The Pathogenesis of Nontraumatic Osteonecrosis

The etiology of osteonecrosis of the hip may have a genetic basis. The interaction between certain risk factors and a genetic predisposition may determine whether this disease will develop in a particular individual. The rationale for use of joint-sparing procedures in the treatment of this disease is based on radiographic measurements and findings with other imaging modalities. Early diagnosis and intervention prior to collapse of the femoral head is key to a successful outcome of joint-preserving procedures. The results of joint-preserving procedures are less satisfactory than the results of total hip arthroplasty for femoral heads that have already collapsed. New pharmacological measures as well as the use of growth and differentiation factors for the prevention and treatment of this disease may eventually alter our treatment approach, but it is necessary to await results of clinical research with long-term follow-up of these patients.

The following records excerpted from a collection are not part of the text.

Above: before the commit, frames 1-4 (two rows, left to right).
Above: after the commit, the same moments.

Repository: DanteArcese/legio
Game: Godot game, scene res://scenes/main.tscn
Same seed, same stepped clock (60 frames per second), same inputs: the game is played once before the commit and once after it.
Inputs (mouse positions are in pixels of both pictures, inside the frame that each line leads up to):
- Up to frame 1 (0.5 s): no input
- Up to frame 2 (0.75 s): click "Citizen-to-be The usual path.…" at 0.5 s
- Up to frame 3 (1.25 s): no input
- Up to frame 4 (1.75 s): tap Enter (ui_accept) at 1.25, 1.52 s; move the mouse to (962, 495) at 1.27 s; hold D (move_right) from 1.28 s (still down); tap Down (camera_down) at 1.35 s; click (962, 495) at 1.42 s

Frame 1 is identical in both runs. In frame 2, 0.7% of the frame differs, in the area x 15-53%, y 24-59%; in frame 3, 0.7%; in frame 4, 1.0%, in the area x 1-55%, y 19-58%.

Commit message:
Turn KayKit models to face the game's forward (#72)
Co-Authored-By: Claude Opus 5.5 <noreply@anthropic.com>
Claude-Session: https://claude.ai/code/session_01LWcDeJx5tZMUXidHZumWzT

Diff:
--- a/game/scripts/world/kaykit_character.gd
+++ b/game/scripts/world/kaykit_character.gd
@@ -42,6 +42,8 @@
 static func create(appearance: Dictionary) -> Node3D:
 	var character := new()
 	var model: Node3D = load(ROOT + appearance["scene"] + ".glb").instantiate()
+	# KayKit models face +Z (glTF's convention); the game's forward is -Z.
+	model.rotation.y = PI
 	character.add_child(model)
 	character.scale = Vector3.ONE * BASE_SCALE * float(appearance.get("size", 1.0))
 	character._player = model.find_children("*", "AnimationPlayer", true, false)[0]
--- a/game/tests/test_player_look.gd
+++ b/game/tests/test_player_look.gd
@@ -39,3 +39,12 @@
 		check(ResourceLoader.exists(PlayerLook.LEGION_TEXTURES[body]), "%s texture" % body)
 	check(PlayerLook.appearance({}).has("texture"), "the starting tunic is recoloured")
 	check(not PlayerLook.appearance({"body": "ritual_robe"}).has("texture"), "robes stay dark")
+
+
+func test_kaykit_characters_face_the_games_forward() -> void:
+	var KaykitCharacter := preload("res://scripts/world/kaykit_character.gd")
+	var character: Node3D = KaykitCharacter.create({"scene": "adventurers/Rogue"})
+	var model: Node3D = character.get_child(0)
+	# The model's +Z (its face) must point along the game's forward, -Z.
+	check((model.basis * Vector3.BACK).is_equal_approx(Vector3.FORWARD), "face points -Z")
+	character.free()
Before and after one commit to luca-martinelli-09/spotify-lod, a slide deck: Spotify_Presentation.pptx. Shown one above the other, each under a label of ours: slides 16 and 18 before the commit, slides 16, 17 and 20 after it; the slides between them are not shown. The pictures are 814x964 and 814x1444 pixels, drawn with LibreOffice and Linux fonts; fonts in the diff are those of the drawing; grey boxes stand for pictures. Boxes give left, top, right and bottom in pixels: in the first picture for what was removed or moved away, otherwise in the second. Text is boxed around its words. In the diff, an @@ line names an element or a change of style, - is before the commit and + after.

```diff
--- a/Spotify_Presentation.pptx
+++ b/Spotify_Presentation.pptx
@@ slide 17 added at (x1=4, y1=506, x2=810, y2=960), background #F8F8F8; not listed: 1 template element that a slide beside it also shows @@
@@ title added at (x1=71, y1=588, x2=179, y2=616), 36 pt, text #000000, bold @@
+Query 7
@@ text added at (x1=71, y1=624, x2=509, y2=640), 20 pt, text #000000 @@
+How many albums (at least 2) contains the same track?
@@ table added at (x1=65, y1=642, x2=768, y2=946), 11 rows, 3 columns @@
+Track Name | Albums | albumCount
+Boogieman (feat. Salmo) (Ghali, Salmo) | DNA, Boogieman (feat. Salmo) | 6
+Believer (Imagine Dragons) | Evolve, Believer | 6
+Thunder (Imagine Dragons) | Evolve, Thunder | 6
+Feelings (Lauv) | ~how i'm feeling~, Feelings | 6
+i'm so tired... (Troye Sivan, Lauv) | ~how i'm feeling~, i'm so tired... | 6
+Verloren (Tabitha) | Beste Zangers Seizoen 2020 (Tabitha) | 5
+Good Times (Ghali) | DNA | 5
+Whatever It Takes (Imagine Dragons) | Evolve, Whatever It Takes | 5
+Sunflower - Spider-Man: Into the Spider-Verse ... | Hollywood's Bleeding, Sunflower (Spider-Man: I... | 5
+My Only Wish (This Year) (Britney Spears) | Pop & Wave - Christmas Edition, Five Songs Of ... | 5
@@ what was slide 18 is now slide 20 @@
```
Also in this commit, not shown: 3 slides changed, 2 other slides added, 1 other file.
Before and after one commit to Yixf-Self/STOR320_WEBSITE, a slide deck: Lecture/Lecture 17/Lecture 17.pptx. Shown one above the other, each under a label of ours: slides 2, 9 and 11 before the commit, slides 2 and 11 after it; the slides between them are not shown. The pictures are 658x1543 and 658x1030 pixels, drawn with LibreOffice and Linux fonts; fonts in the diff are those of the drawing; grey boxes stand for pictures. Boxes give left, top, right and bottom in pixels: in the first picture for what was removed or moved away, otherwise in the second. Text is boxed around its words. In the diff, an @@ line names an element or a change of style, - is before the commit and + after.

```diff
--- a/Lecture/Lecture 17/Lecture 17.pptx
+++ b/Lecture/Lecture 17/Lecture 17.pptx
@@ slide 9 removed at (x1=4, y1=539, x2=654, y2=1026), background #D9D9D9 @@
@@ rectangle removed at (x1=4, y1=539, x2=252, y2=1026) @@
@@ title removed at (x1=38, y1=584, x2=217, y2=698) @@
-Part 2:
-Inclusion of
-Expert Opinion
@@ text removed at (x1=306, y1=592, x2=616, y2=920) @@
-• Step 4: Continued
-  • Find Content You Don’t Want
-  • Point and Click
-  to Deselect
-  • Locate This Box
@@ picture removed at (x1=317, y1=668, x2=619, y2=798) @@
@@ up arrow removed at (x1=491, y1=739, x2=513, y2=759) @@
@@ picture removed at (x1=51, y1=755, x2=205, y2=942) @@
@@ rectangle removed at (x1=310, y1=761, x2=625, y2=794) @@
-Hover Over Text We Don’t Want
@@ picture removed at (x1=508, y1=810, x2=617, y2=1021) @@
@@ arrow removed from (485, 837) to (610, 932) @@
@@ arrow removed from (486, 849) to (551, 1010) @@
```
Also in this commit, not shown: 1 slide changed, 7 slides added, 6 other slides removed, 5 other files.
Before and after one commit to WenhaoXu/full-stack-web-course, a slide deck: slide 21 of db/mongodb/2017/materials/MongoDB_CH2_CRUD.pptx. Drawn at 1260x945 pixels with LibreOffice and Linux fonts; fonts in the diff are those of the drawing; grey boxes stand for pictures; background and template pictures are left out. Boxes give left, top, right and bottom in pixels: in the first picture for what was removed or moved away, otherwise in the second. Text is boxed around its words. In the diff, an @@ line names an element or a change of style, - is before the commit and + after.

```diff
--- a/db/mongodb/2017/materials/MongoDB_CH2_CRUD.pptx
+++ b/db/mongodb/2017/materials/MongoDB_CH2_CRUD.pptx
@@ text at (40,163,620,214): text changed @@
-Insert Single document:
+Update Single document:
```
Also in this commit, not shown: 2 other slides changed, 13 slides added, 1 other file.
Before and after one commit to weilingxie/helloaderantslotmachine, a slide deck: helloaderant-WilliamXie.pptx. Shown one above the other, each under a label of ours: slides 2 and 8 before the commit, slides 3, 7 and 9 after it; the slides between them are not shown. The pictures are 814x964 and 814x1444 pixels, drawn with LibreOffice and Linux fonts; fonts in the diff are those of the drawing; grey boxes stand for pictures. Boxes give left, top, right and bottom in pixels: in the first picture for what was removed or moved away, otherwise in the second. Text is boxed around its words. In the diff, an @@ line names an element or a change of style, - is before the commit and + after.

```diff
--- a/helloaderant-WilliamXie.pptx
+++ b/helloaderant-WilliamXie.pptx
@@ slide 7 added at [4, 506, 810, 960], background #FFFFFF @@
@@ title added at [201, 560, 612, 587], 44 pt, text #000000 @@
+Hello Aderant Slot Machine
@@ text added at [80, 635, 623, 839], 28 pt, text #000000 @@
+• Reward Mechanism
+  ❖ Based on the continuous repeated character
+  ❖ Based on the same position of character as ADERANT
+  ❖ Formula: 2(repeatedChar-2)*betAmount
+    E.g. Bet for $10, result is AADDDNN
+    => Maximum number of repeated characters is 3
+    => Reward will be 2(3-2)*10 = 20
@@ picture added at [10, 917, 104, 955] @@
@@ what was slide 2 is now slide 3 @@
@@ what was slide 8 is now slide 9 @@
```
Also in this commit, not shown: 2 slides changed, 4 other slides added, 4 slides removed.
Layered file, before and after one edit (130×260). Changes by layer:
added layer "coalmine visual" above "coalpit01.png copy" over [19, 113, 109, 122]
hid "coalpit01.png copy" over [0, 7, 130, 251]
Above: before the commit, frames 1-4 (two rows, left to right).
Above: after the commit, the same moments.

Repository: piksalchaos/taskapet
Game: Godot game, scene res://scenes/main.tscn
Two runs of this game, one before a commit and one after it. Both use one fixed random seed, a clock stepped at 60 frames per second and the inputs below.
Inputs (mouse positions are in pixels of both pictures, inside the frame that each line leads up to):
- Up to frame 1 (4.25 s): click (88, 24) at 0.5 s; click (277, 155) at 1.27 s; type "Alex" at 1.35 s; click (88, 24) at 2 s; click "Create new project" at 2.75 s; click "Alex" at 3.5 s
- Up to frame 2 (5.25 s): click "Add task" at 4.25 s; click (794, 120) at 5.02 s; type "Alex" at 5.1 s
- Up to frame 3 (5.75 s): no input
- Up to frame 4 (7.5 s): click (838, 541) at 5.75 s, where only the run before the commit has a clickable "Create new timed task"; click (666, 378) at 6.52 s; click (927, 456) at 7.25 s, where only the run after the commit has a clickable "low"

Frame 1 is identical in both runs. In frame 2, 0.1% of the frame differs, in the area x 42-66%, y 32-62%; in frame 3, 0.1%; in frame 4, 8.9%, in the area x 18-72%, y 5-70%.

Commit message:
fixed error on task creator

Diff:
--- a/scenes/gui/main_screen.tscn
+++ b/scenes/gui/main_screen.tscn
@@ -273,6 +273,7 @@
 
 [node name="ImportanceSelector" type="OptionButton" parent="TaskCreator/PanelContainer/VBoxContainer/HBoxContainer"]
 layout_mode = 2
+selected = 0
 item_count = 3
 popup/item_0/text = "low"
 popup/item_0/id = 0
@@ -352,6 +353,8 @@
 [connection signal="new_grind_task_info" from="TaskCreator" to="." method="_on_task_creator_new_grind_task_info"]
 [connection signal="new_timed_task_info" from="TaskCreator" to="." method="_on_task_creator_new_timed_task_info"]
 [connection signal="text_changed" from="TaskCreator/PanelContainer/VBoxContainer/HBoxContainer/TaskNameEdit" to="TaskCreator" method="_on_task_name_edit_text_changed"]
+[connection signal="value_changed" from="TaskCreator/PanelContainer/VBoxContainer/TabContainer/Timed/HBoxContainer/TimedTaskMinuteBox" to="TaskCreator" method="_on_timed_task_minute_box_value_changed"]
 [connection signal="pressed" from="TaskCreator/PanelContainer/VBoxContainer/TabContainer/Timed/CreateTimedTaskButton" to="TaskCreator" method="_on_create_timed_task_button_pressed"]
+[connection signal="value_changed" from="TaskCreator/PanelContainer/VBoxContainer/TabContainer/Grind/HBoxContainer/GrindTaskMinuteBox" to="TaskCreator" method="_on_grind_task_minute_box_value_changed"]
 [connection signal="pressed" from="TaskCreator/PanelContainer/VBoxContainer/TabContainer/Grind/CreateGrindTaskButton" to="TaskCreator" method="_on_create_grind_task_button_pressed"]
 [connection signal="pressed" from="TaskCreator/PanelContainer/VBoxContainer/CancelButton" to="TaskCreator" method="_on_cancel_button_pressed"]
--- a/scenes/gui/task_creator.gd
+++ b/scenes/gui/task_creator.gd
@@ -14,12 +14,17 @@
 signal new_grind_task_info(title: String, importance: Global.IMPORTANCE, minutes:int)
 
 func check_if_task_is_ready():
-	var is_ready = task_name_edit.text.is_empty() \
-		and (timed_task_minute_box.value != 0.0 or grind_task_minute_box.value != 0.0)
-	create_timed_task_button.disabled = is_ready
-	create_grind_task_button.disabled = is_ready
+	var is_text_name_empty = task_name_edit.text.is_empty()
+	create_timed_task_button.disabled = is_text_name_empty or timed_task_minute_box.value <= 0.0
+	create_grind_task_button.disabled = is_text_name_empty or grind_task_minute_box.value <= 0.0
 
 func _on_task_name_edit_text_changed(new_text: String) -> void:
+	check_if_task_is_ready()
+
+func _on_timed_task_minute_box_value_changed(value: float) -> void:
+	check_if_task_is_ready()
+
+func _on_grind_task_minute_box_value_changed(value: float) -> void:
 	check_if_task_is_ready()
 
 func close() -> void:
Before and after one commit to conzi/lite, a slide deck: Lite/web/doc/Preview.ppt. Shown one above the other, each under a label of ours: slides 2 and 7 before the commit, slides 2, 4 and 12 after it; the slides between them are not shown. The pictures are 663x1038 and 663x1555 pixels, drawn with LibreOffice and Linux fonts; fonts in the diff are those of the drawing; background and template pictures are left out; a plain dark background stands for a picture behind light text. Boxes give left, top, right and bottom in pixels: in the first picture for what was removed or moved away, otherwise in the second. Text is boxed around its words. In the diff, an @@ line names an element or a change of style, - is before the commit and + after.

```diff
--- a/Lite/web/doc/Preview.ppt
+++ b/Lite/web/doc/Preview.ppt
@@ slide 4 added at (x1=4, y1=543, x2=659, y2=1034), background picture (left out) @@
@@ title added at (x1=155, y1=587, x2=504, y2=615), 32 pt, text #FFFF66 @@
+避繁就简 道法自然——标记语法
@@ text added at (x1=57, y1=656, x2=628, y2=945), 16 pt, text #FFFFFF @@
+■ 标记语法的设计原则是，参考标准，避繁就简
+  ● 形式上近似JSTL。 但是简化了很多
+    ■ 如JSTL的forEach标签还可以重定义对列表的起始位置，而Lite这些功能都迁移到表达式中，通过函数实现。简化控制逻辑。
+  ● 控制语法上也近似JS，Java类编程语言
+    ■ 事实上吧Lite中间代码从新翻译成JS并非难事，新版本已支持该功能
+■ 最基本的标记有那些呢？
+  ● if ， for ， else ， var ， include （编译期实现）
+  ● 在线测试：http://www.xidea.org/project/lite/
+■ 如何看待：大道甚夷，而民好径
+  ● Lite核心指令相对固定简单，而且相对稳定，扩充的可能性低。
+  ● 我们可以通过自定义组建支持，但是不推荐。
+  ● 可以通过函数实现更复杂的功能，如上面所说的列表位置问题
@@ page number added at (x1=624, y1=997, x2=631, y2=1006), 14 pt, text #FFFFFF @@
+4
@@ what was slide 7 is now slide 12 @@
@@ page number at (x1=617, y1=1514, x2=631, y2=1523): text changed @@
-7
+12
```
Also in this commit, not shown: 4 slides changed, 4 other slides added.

Osteonecrosis is a devastating complication of systemic steroid use. Prolonged steroid use produces a hyperlipidemic state in most patients and puts them at risk for osteoporosis and osteonecrosis. The fat content within the femoral head increases, resulting in increased intracortical pressure that may lead to sinusoidal collapse and osteonecrosis. Statins are lipid-clearing agents that dramatically reduce lipid levels in blood and tissues. Statins are widely used to prevent cardiovascular disease and have been shown to reduce the adverse effects of steroids on lipid metabolism. The purpose of this study was to determine whether the use of statin drugs affects later development of osteonecrosis in patients receiving steroids. The records of 284 patients who were taking statin drugs at the time they were started on high dose steroids were examined to determine whether osteonecrosis had developed. The patients remained on statin drugs during the entire time of steroid exposure. Magnetic resonance imaging scans were used to verify the osteonecrosis unless it was visible by radiograph. After an average of 7.5 years (minimum followup, 5 years), only three patients (1%) from the group had osteonecrosis develop. This 1% incidence is much less than the 3% to 20% incidence usually reported for patients receiving high-dose steroids. Statins may offer some protection against having osteonecrosis develop when steroid treatment is necessary.